Life sciences experts in Birmingham and the greater Midlands area are working hard to put the region even more firmly on the UK medical sector map. Scientists, researchers, academic institutions and businesses across the region are together highlighting that thanks to the city’s diverse patient population, the region can play a hugely valuable role in clinical trials and other areas of medical research. Patent partner and head of Barker Brettell’s medical sector group Lucy Trueman comments on the region’s current focus and how this fits in with the sector nationally:
For some time now, Birmingham’s Centre of Clinical Haematology has been working to increase the number of drug trials carried out in the field of blood cancers by successfully obtaining funding to recruit specialist clinical trial staff. The city’s diverse population means trials are being conducted at a much faster pace than through more traditional routes. As a result, feedback to drug companies has been quicker enabling drugs to move into larger scale use faster.
From a patient perspective there has been improved availability of new drugs owing to the large number of trials that have been undertaken. The NHS has had access to free drugs for those patients on trials, saving significant amounts of money, and has seen beneficial drugs getting into the clinical setting more quickly.
The Centre for Translational Medicine has recently been established in Birmingham to widen the range of diseases for which drugs can be efficiently trialled beyond blood cancers. This encourages pharma companies to carry out their trials in a single centre with staff skilled in the fast and efficient setting up and running of a trial with excellent patient diversity.
Greater Birmingham Local Enterprise Partnership (LEP) is working on a life sciences roadmap for the region, based around a report created by Graham Silk. Knowledge, collaboration and information are quoted as central to the growth of the region’s life sciences sector and in improving both the clinical experience and outcome for patients.

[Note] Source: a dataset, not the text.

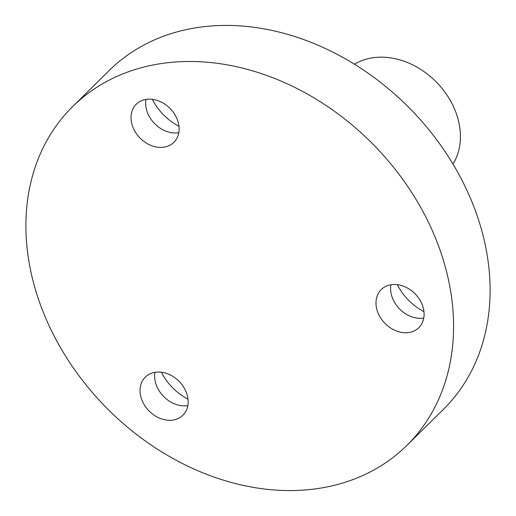 <?xml version="1.0" encoding="UTF-8"?>
<svg xmlns="http://www.w3.org/2000/svg" width="516" height="516" viewBox="0 0 516 516"><rect width="100%" height="100%" fill="white"/><g stroke="black" fill="none" stroke-linecap="round" stroke-linejoin="round"><path stroke-width="0.77" d="M423.958 311.638A49.975 39.358 45.4 0 1 398.429 286.722A49.975 39.358 45.4 0 1 397.346 284.677M188.005 399.178A49.975 39.358 45.4 0 1 162.476 374.268A49.975 39.358 45.4 0 1 161.392 372.217M178.981 126.297A49.975 39.358 45.4 0 1 153.452 101.388A49.975 39.358 45.4 0 1 152.368 99.336M354.453 64.248A71.389 56.225 45.4 0 1 450.765 101.304A71.389 56.225 45.4 0 1 452.996 164.088M421.372 208.638A237.96 187.418 45.4 0 1 406.898 445.385A237.96 187.418 45.4 0 1 58.102 343.417A237.96 187.418 45.4 0 1 72.575 106.664A237.96 187.418 45.4 0 1 421.372 208.638M72.575 106.664L109.102 70.615A237.96 187.418 45.4 0 1 457.898 172.583A237.96 187.418 45.4 0 1 443.425 409.336L406.898 445.385M145.951 99.433A26.768 21.085 -134.6 0 0 149.247 116.448A26.768 21.085 -134.6 0 0 178.807 132.722M175.505 115.707A26.768 21.085 -134.6 0 0 136.269 104.232A26.768 21.085 -134.6 0 0 134.637 130.864A26.768 21.085 -134.6 0 0 173.879 142.339A26.768 21.085 -134.6 0 0 175.505 115.707M154.974 372.313A26.768 21.085 -134.6 0 0 158.27 389.328A26.768 21.085 -134.6 0 0 187.824 405.602M184.528 388.587A26.768 21.085 -134.6 0 0 145.286 377.112A26.768 21.085 -134.6 0 0 143.661 403.751A26.768 21.085 -134.6 0 0 182.903 415.219A26.768 21.085 -134.6 0 0 184.528 388.587M390.922 284.774A26.768 21.085 -134.6 0 0 394.224 301.783A26.768 21.085 -134.6 0 0 423.778 318.056M420.482 301.041A26.768 21.085 -134.6 0 0 381.24 289.573A26.768 21.085 -134.6 0 0 379.615 316.205A26.768 21.085 -134.6 0 0 418.85 327.679A26.768 21.085 -134.6 0 0 420.482 301.041"/></g></svg>

Changes in the pharma industry
So how does the region’s activity tie in with what is happening on a national level? Well things are definitely changing. For example, it looks like the UK pharma industry is moving in a new direction to meet the changing demands of buyers. As a report earlier this year by Price Waterhouse Cooper1 (PwC) concluded, pharmaceutical companies can no longer rely on a business model that concentrates on developing one big drug which is then heavily marketed to ensure large revenues. Instead they need to look to more innovation to help secure sales and protect profits. The report surmised that buyers of pharma products are becoming increasingly focused on the cost/benefit equation – so looking at the benefits provided by the drugs weighed up against the costs of buying it – and less swayed by strong marketing strategies.
PwC suggested this shift will make pharma companies reduce both their research and development costs and shorten the time it takes to get a product to market, to enable them to offer more competitive prices.
According to the report, the average cost of developing a new drug and getting it to market is currently around approximately $868 million, with only about 11% of molecules that enter pre-clinical trials making it through the process. To be able to respond to the increased use of cost/benefit analysis by customers, the cost and success rates of this process need to improve.
Virtual humans and improved trials
In order for this to happen, an increased knowledge of the human body and embracing and supporting the technological advances that are in progress are key.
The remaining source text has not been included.